[Problem statement] Look below for the line holding "-115,26 +116,34 @@" and the line holding "self.player.update()". Transcribe exactly those lines and all lines between them, nothing more.

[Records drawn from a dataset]
◇ ◇ ◇ ◇ ◇
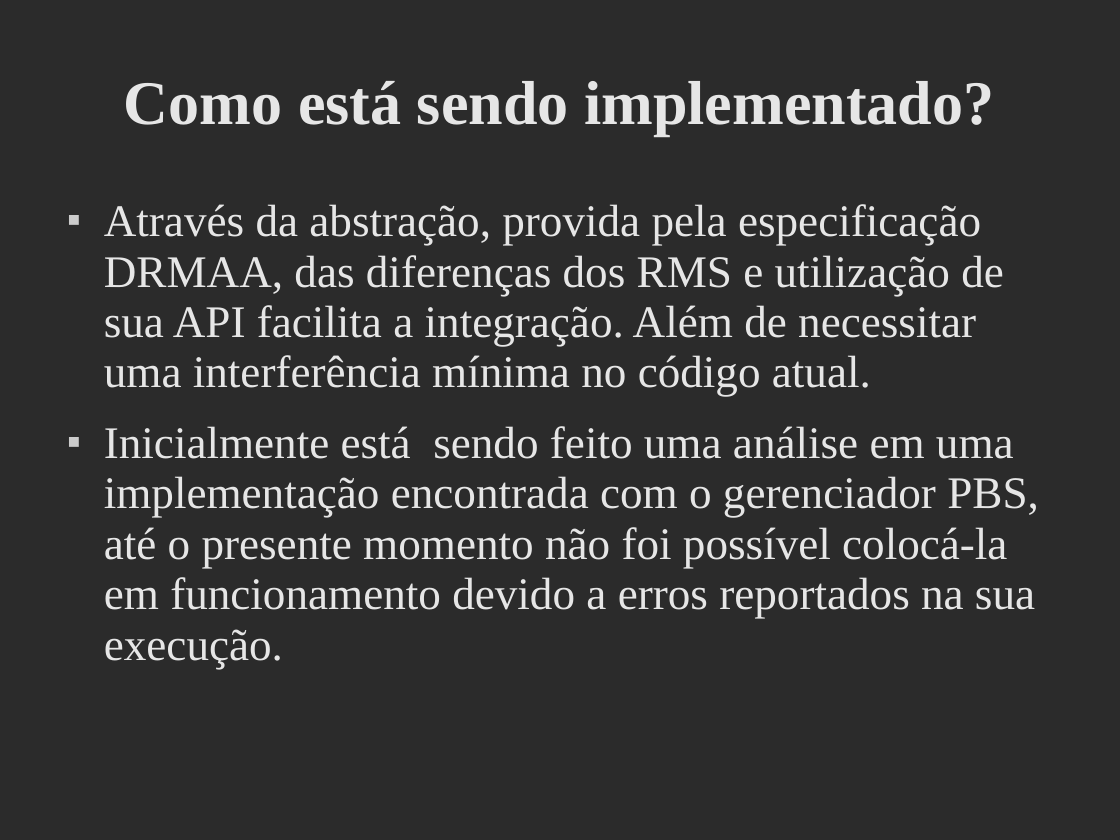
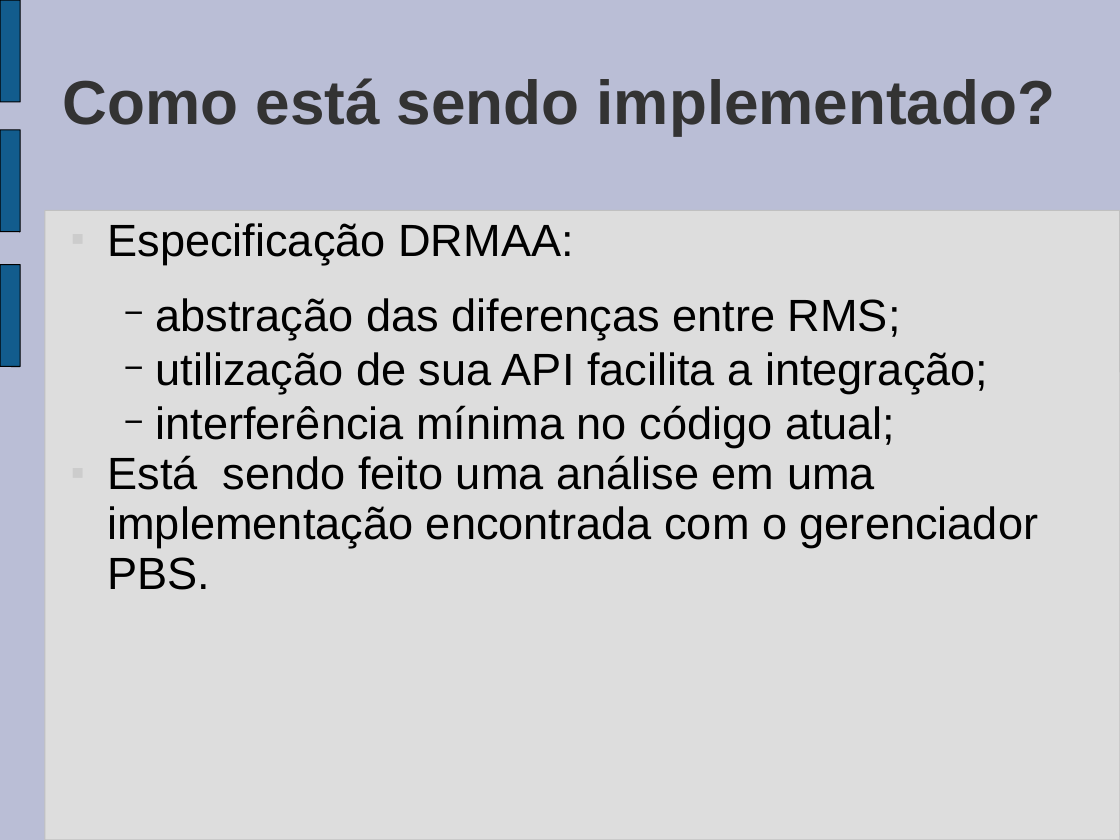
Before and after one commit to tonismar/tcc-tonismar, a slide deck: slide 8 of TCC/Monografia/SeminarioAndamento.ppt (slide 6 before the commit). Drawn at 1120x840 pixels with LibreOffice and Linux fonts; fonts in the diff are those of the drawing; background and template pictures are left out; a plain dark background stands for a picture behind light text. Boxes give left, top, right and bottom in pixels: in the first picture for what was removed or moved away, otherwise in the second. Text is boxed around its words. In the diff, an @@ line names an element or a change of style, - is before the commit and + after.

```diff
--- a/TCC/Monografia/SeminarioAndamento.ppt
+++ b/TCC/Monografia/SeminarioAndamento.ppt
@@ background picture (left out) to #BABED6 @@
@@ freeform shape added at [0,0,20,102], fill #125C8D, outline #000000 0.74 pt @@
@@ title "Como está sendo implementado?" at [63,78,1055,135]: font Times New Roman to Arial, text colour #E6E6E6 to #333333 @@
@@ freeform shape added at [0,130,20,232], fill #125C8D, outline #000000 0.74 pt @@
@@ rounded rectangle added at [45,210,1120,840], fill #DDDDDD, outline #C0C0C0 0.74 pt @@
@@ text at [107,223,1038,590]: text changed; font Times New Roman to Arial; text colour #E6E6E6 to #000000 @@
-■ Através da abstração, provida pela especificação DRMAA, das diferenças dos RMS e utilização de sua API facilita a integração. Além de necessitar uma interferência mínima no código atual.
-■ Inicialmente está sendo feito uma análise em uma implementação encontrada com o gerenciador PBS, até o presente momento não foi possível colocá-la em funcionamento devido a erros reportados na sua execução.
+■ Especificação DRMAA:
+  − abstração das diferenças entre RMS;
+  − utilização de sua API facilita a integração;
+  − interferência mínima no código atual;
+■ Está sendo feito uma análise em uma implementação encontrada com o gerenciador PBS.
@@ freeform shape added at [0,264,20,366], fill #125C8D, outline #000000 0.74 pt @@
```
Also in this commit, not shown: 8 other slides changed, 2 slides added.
◇ ◇ ◇ ◇ ◇
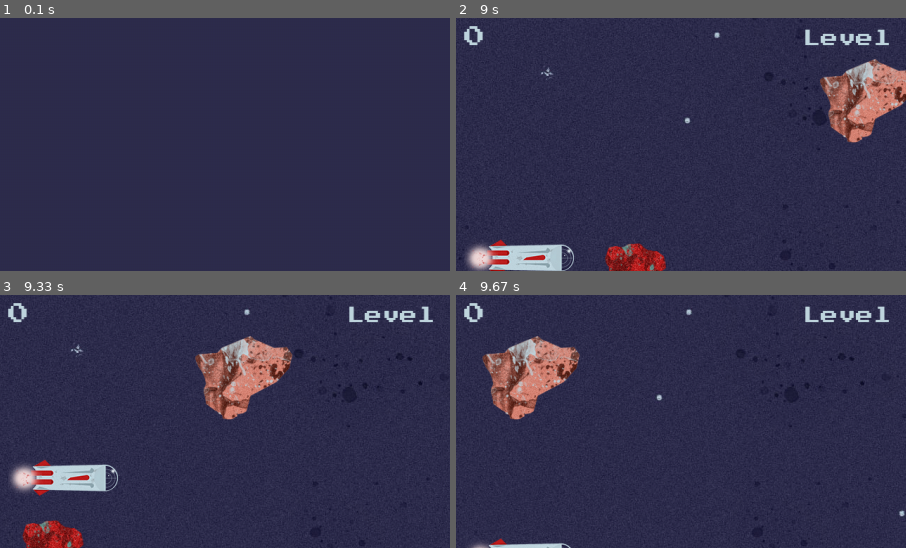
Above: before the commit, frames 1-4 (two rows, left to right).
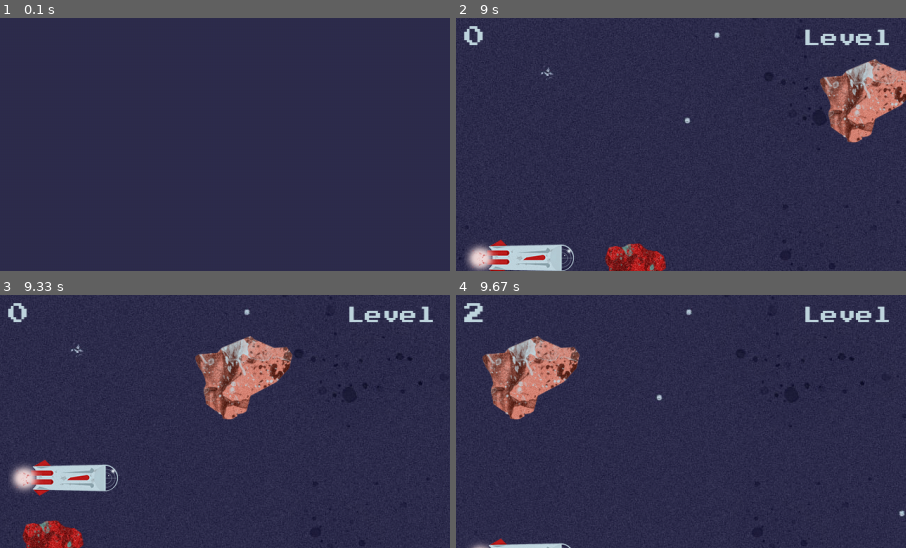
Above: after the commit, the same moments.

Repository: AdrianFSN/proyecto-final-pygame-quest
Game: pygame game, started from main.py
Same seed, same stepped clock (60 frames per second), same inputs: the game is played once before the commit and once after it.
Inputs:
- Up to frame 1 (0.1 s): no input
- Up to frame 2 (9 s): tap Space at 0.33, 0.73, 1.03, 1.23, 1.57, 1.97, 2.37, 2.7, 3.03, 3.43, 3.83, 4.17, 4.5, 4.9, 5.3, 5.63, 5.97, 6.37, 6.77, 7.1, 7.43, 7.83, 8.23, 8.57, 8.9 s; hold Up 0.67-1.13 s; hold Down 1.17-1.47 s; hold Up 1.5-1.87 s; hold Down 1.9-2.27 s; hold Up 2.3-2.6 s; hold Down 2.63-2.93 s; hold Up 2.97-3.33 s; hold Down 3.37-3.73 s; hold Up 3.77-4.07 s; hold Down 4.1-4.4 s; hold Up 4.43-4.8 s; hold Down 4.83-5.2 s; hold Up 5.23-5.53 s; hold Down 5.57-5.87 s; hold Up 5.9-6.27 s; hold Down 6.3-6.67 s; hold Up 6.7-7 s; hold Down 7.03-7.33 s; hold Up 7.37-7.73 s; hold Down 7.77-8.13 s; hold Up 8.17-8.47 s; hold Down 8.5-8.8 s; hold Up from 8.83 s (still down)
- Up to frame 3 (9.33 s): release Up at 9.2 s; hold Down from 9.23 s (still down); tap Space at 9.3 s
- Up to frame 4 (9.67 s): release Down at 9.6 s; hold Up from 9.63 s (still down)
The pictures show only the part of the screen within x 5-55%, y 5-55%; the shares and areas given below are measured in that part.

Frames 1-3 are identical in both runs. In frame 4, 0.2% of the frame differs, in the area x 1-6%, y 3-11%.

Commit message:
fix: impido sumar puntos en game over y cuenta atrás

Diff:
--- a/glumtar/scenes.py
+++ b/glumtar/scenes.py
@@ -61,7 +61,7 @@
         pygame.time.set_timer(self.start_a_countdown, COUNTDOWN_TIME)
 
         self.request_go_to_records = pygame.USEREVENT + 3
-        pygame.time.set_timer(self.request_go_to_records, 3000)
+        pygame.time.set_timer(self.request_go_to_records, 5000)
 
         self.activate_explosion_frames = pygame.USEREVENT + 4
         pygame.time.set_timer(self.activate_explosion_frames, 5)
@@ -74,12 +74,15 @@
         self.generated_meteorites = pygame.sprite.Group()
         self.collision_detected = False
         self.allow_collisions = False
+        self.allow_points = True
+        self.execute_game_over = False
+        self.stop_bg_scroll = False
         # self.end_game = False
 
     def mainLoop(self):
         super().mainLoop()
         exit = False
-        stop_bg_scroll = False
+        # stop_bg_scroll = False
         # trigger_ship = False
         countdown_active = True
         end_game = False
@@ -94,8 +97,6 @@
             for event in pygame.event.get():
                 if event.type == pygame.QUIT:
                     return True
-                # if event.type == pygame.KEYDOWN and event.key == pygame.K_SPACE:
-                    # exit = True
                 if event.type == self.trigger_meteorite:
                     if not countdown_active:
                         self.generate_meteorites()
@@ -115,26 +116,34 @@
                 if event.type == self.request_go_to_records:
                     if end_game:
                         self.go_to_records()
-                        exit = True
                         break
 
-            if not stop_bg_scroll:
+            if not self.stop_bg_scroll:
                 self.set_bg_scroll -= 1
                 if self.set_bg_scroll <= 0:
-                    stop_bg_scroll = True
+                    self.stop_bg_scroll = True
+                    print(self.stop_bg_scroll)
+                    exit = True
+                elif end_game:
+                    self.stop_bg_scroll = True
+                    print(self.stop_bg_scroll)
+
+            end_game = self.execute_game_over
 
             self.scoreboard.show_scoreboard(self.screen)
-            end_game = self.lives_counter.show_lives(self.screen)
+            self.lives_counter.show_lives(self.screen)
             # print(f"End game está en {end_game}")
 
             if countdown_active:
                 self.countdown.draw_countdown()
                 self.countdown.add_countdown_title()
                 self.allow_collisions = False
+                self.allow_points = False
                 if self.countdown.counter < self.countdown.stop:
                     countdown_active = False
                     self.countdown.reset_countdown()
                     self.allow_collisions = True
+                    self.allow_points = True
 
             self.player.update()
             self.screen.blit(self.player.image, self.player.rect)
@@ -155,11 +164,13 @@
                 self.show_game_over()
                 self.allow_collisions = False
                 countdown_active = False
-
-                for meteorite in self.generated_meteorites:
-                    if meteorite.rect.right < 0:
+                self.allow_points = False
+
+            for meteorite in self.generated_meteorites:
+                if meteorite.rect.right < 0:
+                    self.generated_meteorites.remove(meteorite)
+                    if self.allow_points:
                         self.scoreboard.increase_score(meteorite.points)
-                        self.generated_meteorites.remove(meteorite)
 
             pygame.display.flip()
◇ ◇ ◇ ◇ ◇
[Written response]
@@ -115,26 +116,34 @@
                 if event.type == self.request_go_to_records:
                     if end_game:
                         self.go_to_records()
-                        exit = True
                         break
 
-            if not stop_bg_scroll:
+            if not self.stop_bg_scroll:
                 self.set_bg_scroll -= 1
                 if self.set_bg_scroll <= 0:
-                    stop_bg_scroll = True
+                    self.stop_bg_scroll = True
+                    print(self.stop_bg_scroll)
+                    exit = True
+                elif end_game:
+                    self.stop_bg_scroll = True
+                    print(self.stop_bg_scroll)
+
+            end_game = self.execute_game_over
 
             self.scoreboard.show_scoreboard(self.screen)
-            end_game = self.lives_counter.show_lives(self.screen)
+            self.lives_counter.show_lives(self.screen)
             # print(f"End game está en {end_game}")
 
             if countdown_active:
                 self.countdown.draw_countdown()
                 self.countdown.add_countdown_title()
                 self.allow_collisions = False
+                self.allow_points = False
                 if self.countdown.counter < self.countdown.stop:
                     countdown_active = False
                     self.countdown.reset_countdown()
                     self.allow_collisions = True
+                    self.allow_points = True
 
             self.player.update()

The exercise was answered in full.